Odważny i gorliwy

ks. Tomasz Jaklewicz

publikacja 28.10.2009 13:43

Święci nie zbawiają, ale pomagają znaleźć wyjście z sytuacji beznadziejnych.

Co łączy Judę Tadeusza i Szymona Gorliwego? To, że obaj byli apostołami i obaj ponieśli męczeństwo oraz że mało o nich obydwu wiemy. W spisach apostołów w Nowym Testamencie występują obok siebie na dwóch ostatnich miejscach przed Judaszem Iskariotą. Juda zwany był Tadeuszem, co się tłumaczy „odważny”. Szymon nosił przydomek Zelota, czyli gorliwy.
Odważny i gorliwy   José de Ribera; XVII w. (L) / Georges de La Tour; XVII w. (P) (PD) Św.
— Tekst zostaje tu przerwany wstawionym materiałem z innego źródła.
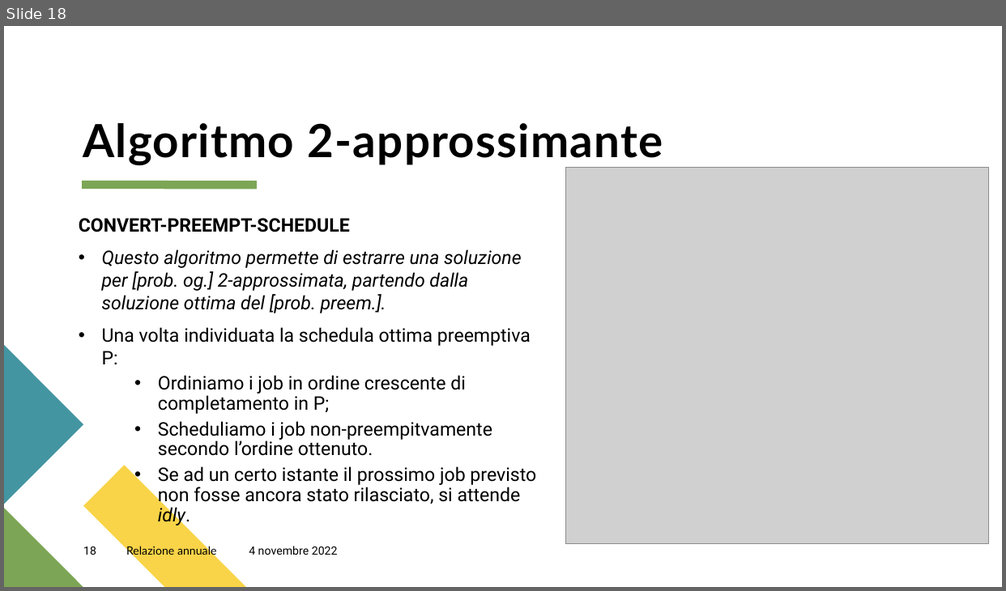
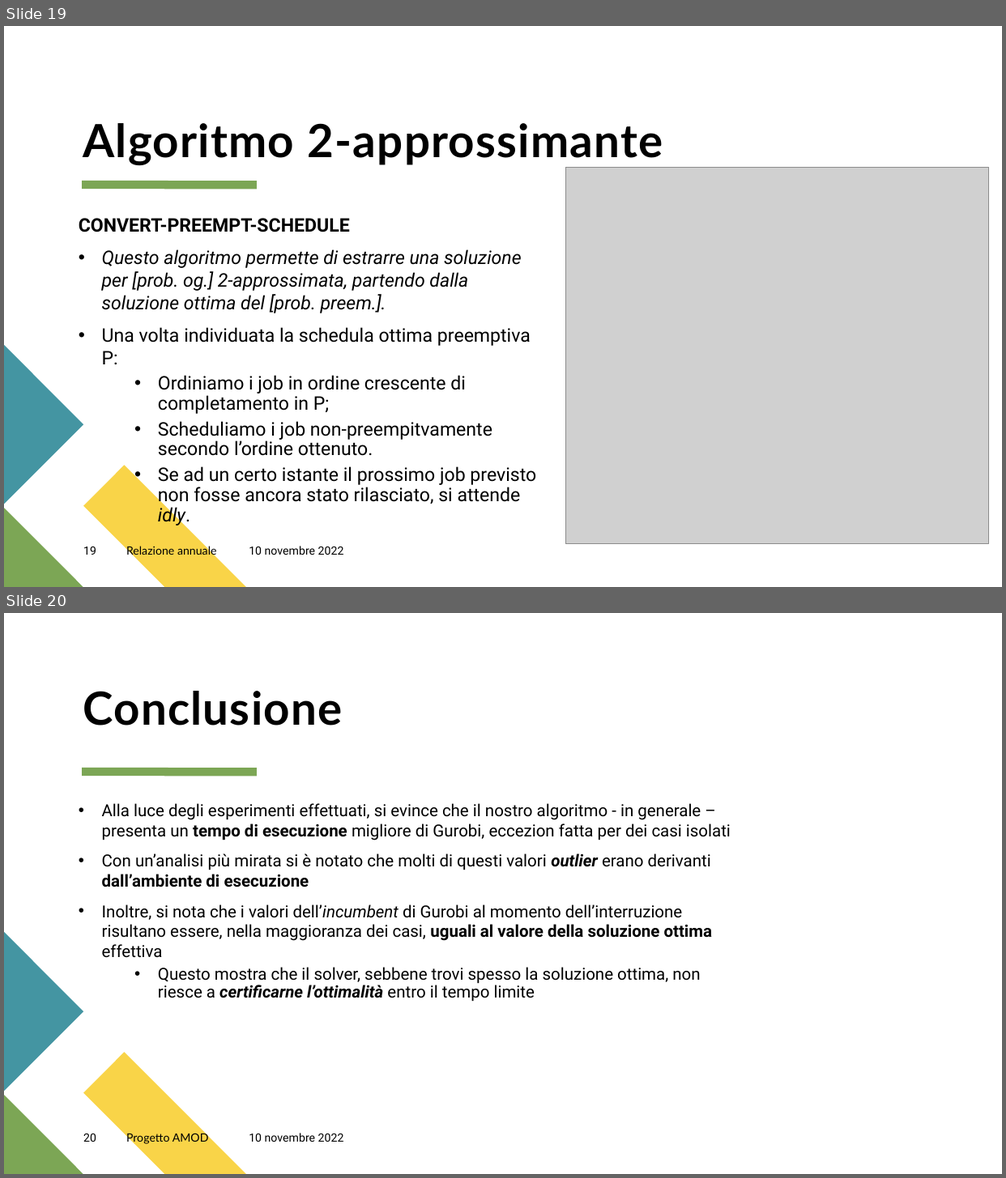
Before and after one commit to GiulioAppetito/Progetto-AMOD-21-22, a slide deck: Presentazione Progetto AMOD.pptx. Shown one above the other, each under a label of ours: slide 18 before the commit, slides 19 and 20 after it. The pictures are 1006x591 and 1006x1178 pixels, drawn with LibreOffice and Linux fonts; fonts in the diff are those of the drawing; grey boxes stand for pictures. Boxes give left, top, right and bottom in pixels: in the first picture for what was removed or moved away, otherwise in the second. Text is boxed around its words. In the diff, an @@ line names an element or a change of style, - is before the commit and + after.

```diff
--- a/Presentazione Progetto AMOD.pptx
+++ b/Presentazione Progetto AMOD.pptx
@@ slide 20 added at (x1=4, y1=613, x2=1002, y2=1174), background #FFFFFF; not listed: 4 template elements that a slide beside it also shows @@
@@ title added at (x1=83, y1=691, x2=342, y2=726), 44 pt, text #000000, bold @@
+Conclusione
@@ text added at (x1=102, y1=803, x2=731, y2=1002), 16 pt, text #000000 @@
+• Alla luce degli esperimenti effettuati, si evince che il nostro algoritmo - in generale – presenta un tempo di esecuzione migliore di Gurobi, eccezion fatta per dei casi isolati
+• Con un’analisi più mirata si è notato che molti di questi valori outlier erano derivanti dall’ambiente di esecuzione
+• Inoltre, si nota che i valori dell’incumbent di Gurobi al momento dell’interruzione risultano essere, nella maggioranza dei casi, uguali al valore della soluzione ottima effettiva
+  • Questo mostra che il solver, sebbene trovi spesso la soluzione ottima, non riesce a certificarne l’ottimalità entro il tempo limite
@@ page number added at (x1=83, y1=1134, x2=96, y2=1142), 11 pt, text #000000 @@
+20
@@ text added at (x1=126, y1=1132, x2=209, y2=1145), 11 pt, text #000000 @@
+Progetto AMOD
@@ text added at (x1=249, y1=1133, x2=344, y2=1142), 11 pt, text #000000 @@
+10 novembre 2022
@@ what was slide 18 is now slide 19 @@
@@ slide 19 changed as well @@
@@ page number at (x1=83, y1=547, x2=96, y2=555): text changed @@
-18
+19
@@ text at (x1=249, y1=546, x2=344, y2=555): text changed @@
-4 novembre 2022
+10 novembre 2022
```
Also in this commit, not shown: 17 other slides changed, 3 other slides added, 9 slides removed.

Szymon Gorliwy (L) i św. Juda Tadeusz (P) W Ewangelii wg św. Jana mówi tylko jedno zdanie. Bibliści wątpią, czy autorem Listu św. Judy wchodzącego w skład Nowego Testamentu jest Juda Apostoł. Juda był krewnym Jezusa. Przypuszcza się, że św. Szymon również. Niektórzy uważają, że to on był panem młodym z Kany Galilejskiej. Św. Szymon prawdopodobnie został biskupem Jerozolimy. Średniowieczne przekazy powiadają, że oddał życie za wiarę przecięty na pół drewnianą piłą. Dzieje Judy Tadeusza łączy się często z historią króla Odessy – Abgara.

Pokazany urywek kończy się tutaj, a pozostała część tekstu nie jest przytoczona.